His eyes were drawn by the crow as it flapped across the garden on wings like borrowed rags. He watched until it was a twitching dot, then nothing. Only then did he return his attention to the pictures in his hand; smudged, old, yellowing, pencil portraits. The same little girl, drawn from different angles: just her head. She had large, striking eyes framed by long, curled lashes. In one picture, she had her eyes closed and a ghost of a smile lay on her lips, in another her eyes were hidden behind the dark floppy fringe, but they were definitely all of the same girl. Same bow-shaped mouth. Same dimpled chin. Same crescent birthmark at the side of her nose.
He looked up at the house. He’d only lived there for a month, in fact he’d never even visited the area before he’d seen the house, then, one day … absent-mindedly clicking on estate agents’ sites on the internet. It was just there: the perfect house! Three bedrooms, original fittings, garage, large garden, much further away than they’d considered moving and a lot more than they’d planned on spending, but it just looked right. It shouldn’t even have been in the search results. Just a fluke, really.
Buying it had been much easier than he’d expected; the seller accepted his offer, which was quite a bit less than they’d been asking. They’d inherited it and just wanted to be rid of it. His own house had sold quickly, which came as a surprise, and everything just seemed to go smoothly. Coming here would help them make a fresh start! It would be so much easier because it was so far from everyone they knew: his family, her family, their friends. What was left of them!
He jumped as she knocked on the kitchen window. She was pointing down towards the sink so he nodded, even though he had no idea what she wanted. He put the pictures back into the tattered envelope they’d been in, slipped it into the satchel that leant against his deckchair then, scooping up the bag, he walked into the garage.
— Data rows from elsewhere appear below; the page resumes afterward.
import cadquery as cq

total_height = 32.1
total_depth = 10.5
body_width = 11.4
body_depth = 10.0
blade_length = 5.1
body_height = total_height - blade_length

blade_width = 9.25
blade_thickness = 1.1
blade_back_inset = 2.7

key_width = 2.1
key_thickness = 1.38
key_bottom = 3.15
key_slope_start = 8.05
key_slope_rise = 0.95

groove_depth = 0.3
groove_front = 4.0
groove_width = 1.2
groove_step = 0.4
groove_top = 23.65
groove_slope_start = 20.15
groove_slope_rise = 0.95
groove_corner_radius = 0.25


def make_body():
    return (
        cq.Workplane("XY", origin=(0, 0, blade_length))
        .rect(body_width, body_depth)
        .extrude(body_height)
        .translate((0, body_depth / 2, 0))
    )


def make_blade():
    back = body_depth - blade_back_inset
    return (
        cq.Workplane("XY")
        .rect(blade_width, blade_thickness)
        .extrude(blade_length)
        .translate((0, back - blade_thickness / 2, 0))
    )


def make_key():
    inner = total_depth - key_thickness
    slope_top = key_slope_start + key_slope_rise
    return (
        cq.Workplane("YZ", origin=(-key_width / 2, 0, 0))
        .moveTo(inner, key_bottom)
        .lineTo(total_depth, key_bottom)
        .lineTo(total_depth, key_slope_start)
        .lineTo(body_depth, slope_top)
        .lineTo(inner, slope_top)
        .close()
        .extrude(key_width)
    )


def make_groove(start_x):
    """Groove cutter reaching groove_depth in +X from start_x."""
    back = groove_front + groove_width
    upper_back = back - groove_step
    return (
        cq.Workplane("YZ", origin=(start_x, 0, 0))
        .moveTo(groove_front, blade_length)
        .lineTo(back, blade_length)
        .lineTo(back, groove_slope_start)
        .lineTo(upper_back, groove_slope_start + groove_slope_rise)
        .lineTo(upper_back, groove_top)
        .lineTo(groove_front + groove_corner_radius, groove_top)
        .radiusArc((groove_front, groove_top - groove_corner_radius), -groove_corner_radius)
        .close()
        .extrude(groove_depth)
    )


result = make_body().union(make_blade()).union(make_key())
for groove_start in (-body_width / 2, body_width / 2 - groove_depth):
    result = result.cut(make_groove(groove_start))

When he entered the kitchen, he couldn’t see what his wife was doing because everything looked so dark, but as his eyes adjusted, he saw she had potatoes in a sink full of water. He sighed, picked up a peeler and asked, “What did your last slave die of?”
She laughed and replied, “Asking too many questions!” She walked away. He could hear her humming in the living-room. It was nice to hear her humming again after all this time; she sounded happy when she hummed. He hummed too: quietly.
They ate their dinner in the garden, chatting about the unexpectedly warm weather, the list of jobs that would need doing around the house, whose turn it was to wash the dishes. They talked of everything and nothing at all. The light had barely begun to fail when they finally went indoors and, in spite of an earlier conclusion, he washed the dishes, finding the robotic motions and warm water peculiarly soothing. He couldn’t hear her humming now, but he heard her laughter occasionally over the noise of the television.
He dried his hands and, gently turning the back door handle, slipped into the garden. He took a deep breath and identified honeysuckle, lavender, earth smells. For some reason they made him hungry. He opened the door to the garage and went in. Reaching up to the highest shelf, he brought out the bag with the drawings in them and slid them back out. Standing under the bare bulb, he scrutinised them for something new, some sign to make sense of them; he knew there would be none. On each piece of paper, just the girl’s face and a date in the bottom, right-hand corner. He’d looked at them five or six times a day for the last week, since finding them in a box in the attic, underneath some moth-eaten curtains, a few old books and a stack of newspapers dating back forty-something years. He’d held them up to the light, smudged the pencil markings with his finger to check whether they were real and, time after time, he had placed them side by side with the tiny photograph from his wallet. Comparing the dark hair in the drawings with the dark hair in the photograph. Comparing the large, long-lashed eyes, the bow-shaped mouth, the dimpled chin and comparing the crescent-shaped birth mark on the face in the pictures, drawn before he had even been born, with the identical birthmark on the face of the seven-year-old daughter, whose death had come so close to destroying his marriage.